# Phoenix timeshares



## coachb (May 28, 2016)

I'm attending a convention in Phoenix next March and I'd like to use one of my weeks in trade. My plan is to be downtown for a few days and then tour the surrounding area for a few days.  I know there are many timeshares in Scottsdale but I'd like to see if there was something worth pursuing closer to downtown. Any suggestions?


----------



## dioxide45 (May 28, 2016)

Marriott's Canyon Villas may be a good option. It trades through II.

_Eta: Though I guess it is as far out as some of those in Scottsdale._


----------



## John Cummings (May 28, 2016)

You need to make your request as soon as possible. Exchanging into Phoenix/Scottsdale in March is not easy due to MLB Spring Training that month. That is their busiest month of the year. We have done that exchange before and had to make our request about a year in advance.


----------



## Steve (May 29, 2016)

Scottsdale Camelback Resort is in a great location on the border of Phoenix and Scottsdale.  It is much closer to downtown than the other Scottsdale timeshares.

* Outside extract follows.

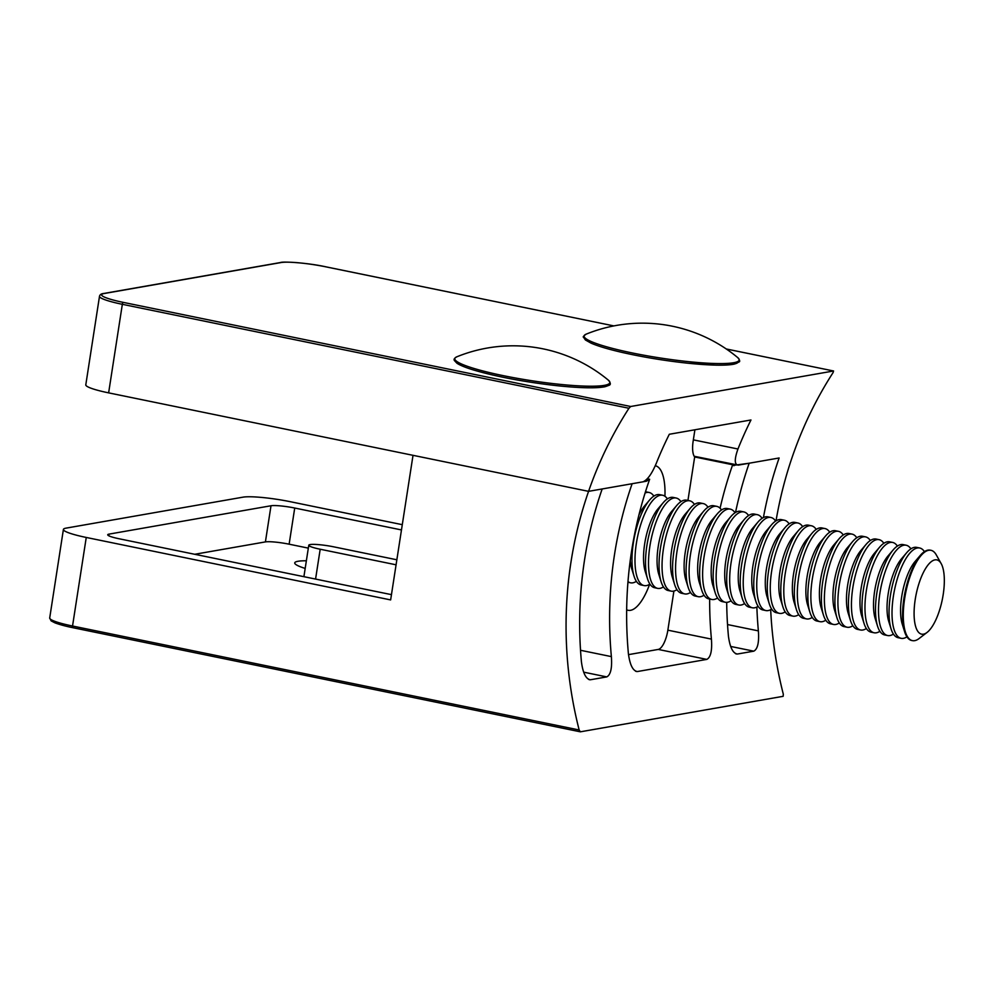 <?xml version="1.0" encoding="UTF-8"?>
<svg xmlns="http://www.w3.org/2000/svg" width="994" height="994" viewBox="0 0 994 994"><rect width="100%" height="100%" fill="white"/><g stroke="black" fill="none" stroke-linecap="round" stroke-linejoin="round"><path stroke-width="1.49" d="M589.467 679.734L590.436 679.759C585.963 679.175 582.969 673.211 581.428 661.855A390.965 362.499 -99.9 0 1 584.547 559.933A390.965 362.499 -99.9 0 1 602.178 488.961L588.572 491.347L413.019 455.327L390.642 599.916L86.254 537.456L72.537 626.021L579.154 729.969A390.965 362.499 80.1 0 1 570.941 562.318A390.965 362.499 80.1 0 1 588.572 491.347A390.965 362.499 80.1 0 1 628.953 408.261L122.337 304.313L108.632 392.866L588.572 491.347L643.006 481.817C647.479 479.94 651.902 473.765 656.288 463.303A390.965 362.499 -99.9 0 1 669.31 434.266L750.967 419.977A390.965 362.499 80.1 0 0 737.958 449.002C734.305 459.327 734.417 464.695 738.281 465.13L779.122 457.986A390.965 362.499 80.1 0 0 763.417 517.551M647.305 478.81L649.641 479.282L646.411 481.22L632.122 483.718A390.965 362.499 80.1 0 0 614.491 554.689A390.965 362.499 80.1 0 0 611.372 656.612C612.217 668.105 610.676 674.864 606.762 676.902L583.652 672.155M649.641 479.282A390.965 362.499 -99.9 0 0 631.501 551.707A390.965 362.499 -99.9 0 0 628.394 653.63C629.923 664.986 632.917 670.95 637.39 671.546L706.809 659.395C710.722 657.357 712.263 650.598 711.418 639.105A390.965 362.499 80.1 0 1 709.654 599.034M720.078 508.232A390.965 362.499 80.1 0 1 732.665 464.757L734.007 465.726M735.51 512.469A390.965 362.499 -99.9 0 1 749.178 463.229L733.261 465.403M776.028 520.831A390.965 362.499 80.1 0 1 792.727 455.6A390.965 362.499 80.1 0 1 833.121 372.526L833.506 370.998L630.705 406.496L628.953 408.261M626.667 609.794A48.868 17.196 101.6 0 0 628.133 610.304A48.868 17.196 101.6 0 0 630.544 610.316A48.868 17.196 101.6 0 0 649.641 584.273M306.363 560.778A46.109 5.927 8.8 0 0 298.014 561.275A46.109 5.927 8.8 0 0 294.733 562.902A46.109 5.927 8.8 0 0 305.183 568.431M396.072 564.803L320.192 549.235A18.439 2.373 -171.2 0 1 308.774 545.221A18.439 2.373 -171.2 0 1 310.091 544.575A18.439 2.373 -171.2 0 1 333.798 546.849L396.854 559.784M308.326 548.129L289.13 544.19A18.439 2.373 -171.2 0 0 265.41 541.904L194.725 554.279M402.284 524.67L290.41 501.721A36.89 4.746 8.8 0 0 242.983 497.162L66.039 528.137A36.89 4.746 8.8 0 0 63.405 529.429A36.89 4.746 8.8 0 0 86.254 537.456M391.462 594.598A18.439 2.373 -171.2 0 1 388.02 593.94L119.143 538.773A18.439 2.373 8.8 0 1 107.725 534.76A18.439 2.373 8.8 0 1 109.042 534.113L108.781 535.778M401.477 529.939L294.721 508.033A18.439 2.373 -171.2 0 0 271.002 505.76L109.042 534.113M579.154 729.969L580.347 731.82L783.148 696.322L783.322 694.222A390.965 362.499 80.1 0 1 770.685 609.67M628.494 654.636L658.252 649.43A18.439 6.486 101.6 0 0 667.856 630.171L673.907 591.045M732.665 464.757L694.669 456.954A18.439 6.486 -78.4 0 1 693.153 441.112L694.905 429.793M687.935 500.442L694.669 456.954M664.936 496.267A48.868 17.196 101.6 0 0 655.332 465.751A48.868 17.196 101.6 0 0 655.257 465.739M726.689 602.352A390.965 362.499 -99.9 0 0 728.428 636.123C729.956 647.479 732.963 653.443 737.424 654.027L753.763 651.169C757.676 649.144 759.217 642.372 758.372 630.879A390.965 362.499 80.1 0 1 756.869 607.036M588.51 679.374L590.436 679.759L606.762 676.902M636.433 671.522L635.477 671.149M736.467 654.002L735.51 653.642M63.405 529.429L49.7 617.995A36.89 4.746 8.8 0 0 72.537 626.021A1.839 0.646 101.6 0 0 72.848 627.699L580.347 731.82M108.632 392.866A36.89 4.746 -171.2 0 1 85.795 384.84L99.499 296.287A36.89 4.746 -171.2 0 0 122.337 304.313A1.839 0.646 101.6 0 1 123.306 302.387L630.705 406.496M694.185 456.271L738.281 465.13M726.266 348.969L833.581 370.986L726.303 348.993M728.465 363.332A78.451 10.089 8.8 0 0 737.759 357.616C739.871 360.188 740.244 361.654 738.902 362.027L734.33 364.09C730.317 364.96 724.092 365.307 715.68 365.133L688.233 363.257C665.359 360.822 643.366 357.219 622.244 352.448C608.291 349.229 597.891 346.123 591.032 343.129L585.391 339.96L583.565 337.277C582.67 337.065 583.54 336.022 586.174 334.146A78.451 10.089 8.8 0 0 622.319 350.795A78.451 10.089 8.8 0 0 728.465 363.332M582.037 386.007A78.451 10.089 8.8 0 0 608.465 380.255C610.838 383.137 610.912 384.852 608.701 385.411L605.035 386.728C596.562 388.406 581.204 388.12 558.939 385.896C525.404 382.181 496.689 376.801 472.796 369.768C465.142 367.382 459.862 365.196 456.929 363.22L454.407 360.536C453.562 359.381 454.382 358.138 456.88 356.784A78.451 10.089 8.8 0 0 472.821 368.103A78.451 10.089 8.8 0 0 582.037 386.007M927.067 632.42L919.077 638.546A46.109 16.227 -78.4 0 1 914.691 640.658A46.109 16.227 -78.4 0 1 912.417 640.633A46.109 16.227 -78.4 0 1 905.199 595.331A46.109 16.227 -78.4 0 1 928.682 550.291A46.109 16.227 -78.4 0 1 930.956 550.303A46.109 16.227 -78.4 0 1 936.249 554.838L941.181 563.623A37.896 13.332 -78.4 0 1 942.275 599.693A37.896 13.332 -78.4 0 1 927.067 632.42A37.896 13.332 -78.4 0 1 923.463 634.16A37.896 13.332 -78.4 0 1 915.226 599.457A37.896 13.332 -78.4 0 1 934.956 559.87A37.896 13.332 -78.4 0 1 941.181 563.623M912.417 640.633L911.684 640.484A46.109 16.227 -78.4 0 1 904.602 631.675A46.109 16.227 -78.4 0 1 903.944 598.301A46.109 16.227 -78.4 0 1 920.245 555.46A46.109 16.227 -78.4 0 1 927.949 550.129A46.109 16.227 -78.4 0 1 930.222 550.154L930.956 550.303M904.602 631.675L902.241 624.12A37.896 13.332 -78.4 0 1 901.695 596.686A37.896 13.332 -78.4 0 1 915.101 561.473L920.245 555.46M906.938 636.843A46.109 16.227 -78.4 0 1 903.422 638.334A46.109 16.227 -78.4 0 1 901.148 638.322A46.109 16.227 -78.4 0 1 893.395 596.139A46.109 16.227 -78.4 0 1 917.412 547.967A46.109 16.227 -78.4 0 1 919.686 547.992A46.109 16.227 -78.4 0 1 924.42 551.633M901.148 638.322L898.154 637.701A46.109 16.227 -78.4 0 1 891.071 628.891A46.109 16.227 -78.4 0 1 890.413 595.518A46.109 16.227 -78.4 0 1 906.714 552.689A46.109 16.227 -78.4 0 1 914.418 547.359A46.109 16.227 -78.4 0 1 916.692 547.383L919.686 547.992M891.071 628.891L888.711 621.349A37.896 13.332 -78.4 0 1 888.164 593.915A37.896 13.332 -78.4 0 1 901.57 558.703L906.714 552.689M893.407 634.073A46.109 16.227 -78.4 0 1 889.891 635.564A46.109 16.227 -78.4 0 1 887.617 635.539A46.109 16.227 -78.4 0 1 879.876 593.356A46.109 16.227 -78.4 0 1 903.881 545.197A46.109 16.227 -78.4 0 1 906.155 545.221A46.109 16.227 -78.4 0 1 910.902 548.85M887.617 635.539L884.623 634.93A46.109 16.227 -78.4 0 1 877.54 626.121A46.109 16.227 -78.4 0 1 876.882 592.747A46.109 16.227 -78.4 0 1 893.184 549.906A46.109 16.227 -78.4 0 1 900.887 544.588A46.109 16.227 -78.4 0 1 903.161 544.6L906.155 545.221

The resort is older, but it is well maintained, and I would happily stay there again.

Steve


----------



## T-Dot-Traveller (May 29, 2016)

In October 2013 and 2014 we flew into Skyharbor  and went to Puerto Penasco
/Rocky Point MX for a Thurs - Thurs week .

We visited Phoenix Thursday - Sunday to make it a 10 day vacation .

We stayed at the Candlwood Suites Tempe ( IHG brand)'for, 3 nights  because it had a full kitchen and separate bedroom like a TS.i 

Not a resort but a good location -  about 4 miles from the airport and good for the way we used it .
Set up is a business suite style so no restaurant - but there is lots nearby . I believe we paid just less than $ 100 per night but that was Oct not March .

.


----------



## zinger1457 (May 29, 2016)

The closest TS to downtown is probably the Legacy Golf Resort.  I've stayed there many times on II Getaways, usually very good value for money and the golf course is one of my favorites.  Don't usually see too many Getaways available for March in Phoenix. If exchanging may want to stay at one of the higher end places. Camelback is about twice the distance to downtown but it is at better location then the Legacy and a nicer resort.


----------



## John Cummings (May 29, 2016)

The most important thing is to find out what is available. As I said in my earlier post, March is a very difficult time because of MLB Spring training.


----------



## coachb (May 29, 2016)

John Cummings said:


> The most important thing is to find out what is available. As I said in my earlier post, March is a very difficult time because of MLB Spring training.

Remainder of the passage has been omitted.